If this is your first baby, you might not be used to “talking” with a baby that doesn’t talk back, so this section is meant to give you a few “academic” methods to carrying on with them. There are three main ways to chat it up with a baby whom doesn’t talk back. They are “self talk”, “stretch talking” or “expansion talking” and “parallel talking.” Each one is aimed at exposing your baby to dialogue helping them to pick up language faster.
Research has shown that babies who are talked to more tend to develop communication more quickly than those who are not. This partially explains why signing babies tend to speak sooner and have more advanced vocabularies than non-signing babies. Signing parents just talk to their babies more than non signing parents! It doesn’t describe the entire story of why signing babies get the edge, but it’s certainly an important component.
“Self talk” is a way to “converse” with your preverbal baby by describing what you are doing as you do it. Your baby doesn’t participate in the conversation; they simply passively listen to you. Self talk is a form of self narration and will help baby learn words, sentences and structure. An example of self talk goes like this “Baby, Mom is washing the dishes right now, I’m soaking them in water, then scrubbing them with a brush. Can you see what Mom is doing?” A signing parent might also add in signs for WASH and WATER and whatever other signs they are currently working on.
Above: Water: In the ASL sign fort the “W” hand with index, middle and ring finger repeatedly extends from the chin outward.
“Stretch talking” or “expansion talking” involves adding to what your baby is saying or signing and expanding on it.

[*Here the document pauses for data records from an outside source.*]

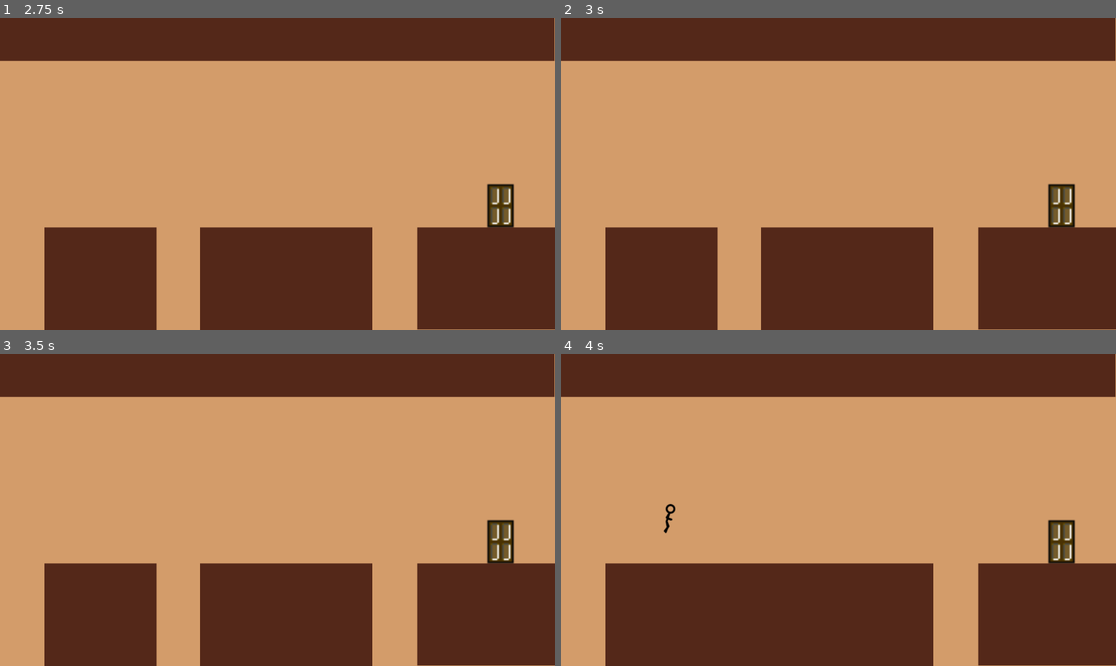
Above: before the commit, frames 1-4 (two rows, left to right).
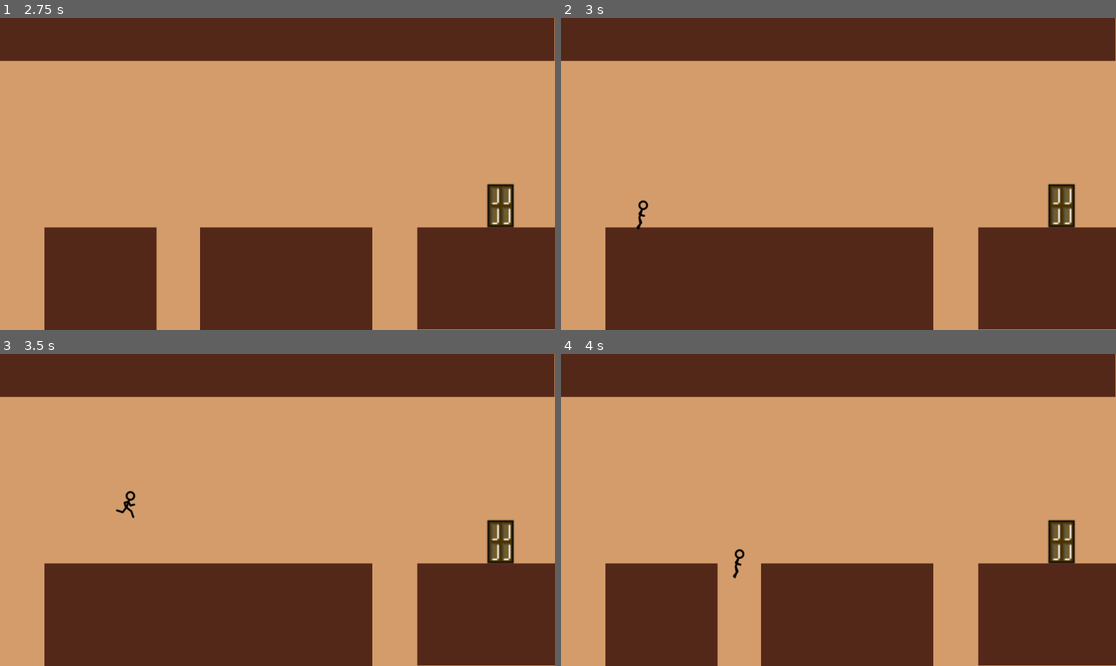
Above: after the commit, the same moments.

Repository: Kaylico/Only_One_Road
Game: Godot game, scene res://main.tscn
The game is run twice, just before and just after one commit, with the same random seed, the same clock (stepped at 60 frames per second) and the same inputs.
Inputs:
- Up to frame 1 (2.75 s): tap Enter at 0.5 s; hold Right (ui_right) 0.53-2.03 s; tap Up (ui_up) at 0.77, 1.52 s; tap Space at 1.25 s; hold Left (ui_left) from 2.03 s (still down)
- Up to frame 2 (3 s): tap Enter at 2.75 s; release Left (ui_left) at 2.78 s; hold Right (ui_right) from 2.78 s (still down)
- Up to frame 3 (3.5 s): keep holding Right (ui_right); tap Up (ui_up) at 3.02 s
- Up to frame 4 (4 s): keep holding Right (ui_right); tap Up (ui_up) at 3.77 s

Frame 1 is identical in both runs. In frame 2, 2.7% of the frame differs, in the area x 13-37%, y 58-100%; in frame 3, 2.7%; in frame 4, 2.7%, in the area x 18-37%, y 48-100%.

Commit message:
Removed unused RectangleShape2D and CollisionShape2D nodes from the main scene to streamline the structure and improve performance.

Diff:
--- a/main.tscn
+++ b/main.tscn
@@ -82,9 +82,6 @@
 [sub_resource type="RectangleShape2D" id="RectangleShape2D_ground2_left"]
 size = Vector2(233, 210)
 
-[sub_resource type="RectangleShape2D" id="RectangleShape2D_hole"]
-size = Vector2(120, 218)
-
 [sub_resource type="RectangleShape2D" id="RectangleShape2D_kek77"]
 size = Vector2(45.75, 5.5)
 
@@ -174,10 +171,6 @@
 [node name="Ground2Hole" type="StaticBody2D" parent="UILayer/Level"]
 position = Vector2(323.5, 541)
 
-[node name="CollisionShape2D" type="CollisionShape2D" parent="UILayer/Level/Ground2Hole"]
-position = Vector2(65.5, 541)
-shape = SubResource("RectangleShape2D_hole")
-
 [node name="HoleTrigger" type="Area2D" parent="UILayer/Level/Ground2Hole"]
 
 [node name="CollisionShape2D" type="CollisionShape2D" parent="UILayer/Level/Ground2Hole/HoleTrigger"]
Not shown: 1 places in main.tscn that only renumber resources

Naturally you require a signing or babbling baby for this type of conversation. For example, if you baby signs EAT you might start asking them about what sorts of food they wish to eat. If your baby notices a BIRD and signs this to you, you might say “Oh, you see a bird, did you know that BIRDS can fly high up in the sky?” Stretch talking allows you baby to “start conversations” about things they find interesting. This gives them some control over what topics are discussed. Once your baby knows more signs, they will be able to contribute to the house dynamic. Finally, “parallel talk” is a conversation strategy which involves describing what you see in your environment. You might say “Hey little guy, I see that you are playing with a doll, does your doll ever have pretty hair” and so forth.
These types of conversations aren’t meant to be exclusive or limiting. They are just meant to encourage you to talk with your baby as much as possible. Don’t ever think that because your baby isn’t talking or signing back that they aren’t following along with every word you are saying, enjoying it, and benefiting from it. Finding reasons to talk to your baby is a very important part in helping your baby develop language.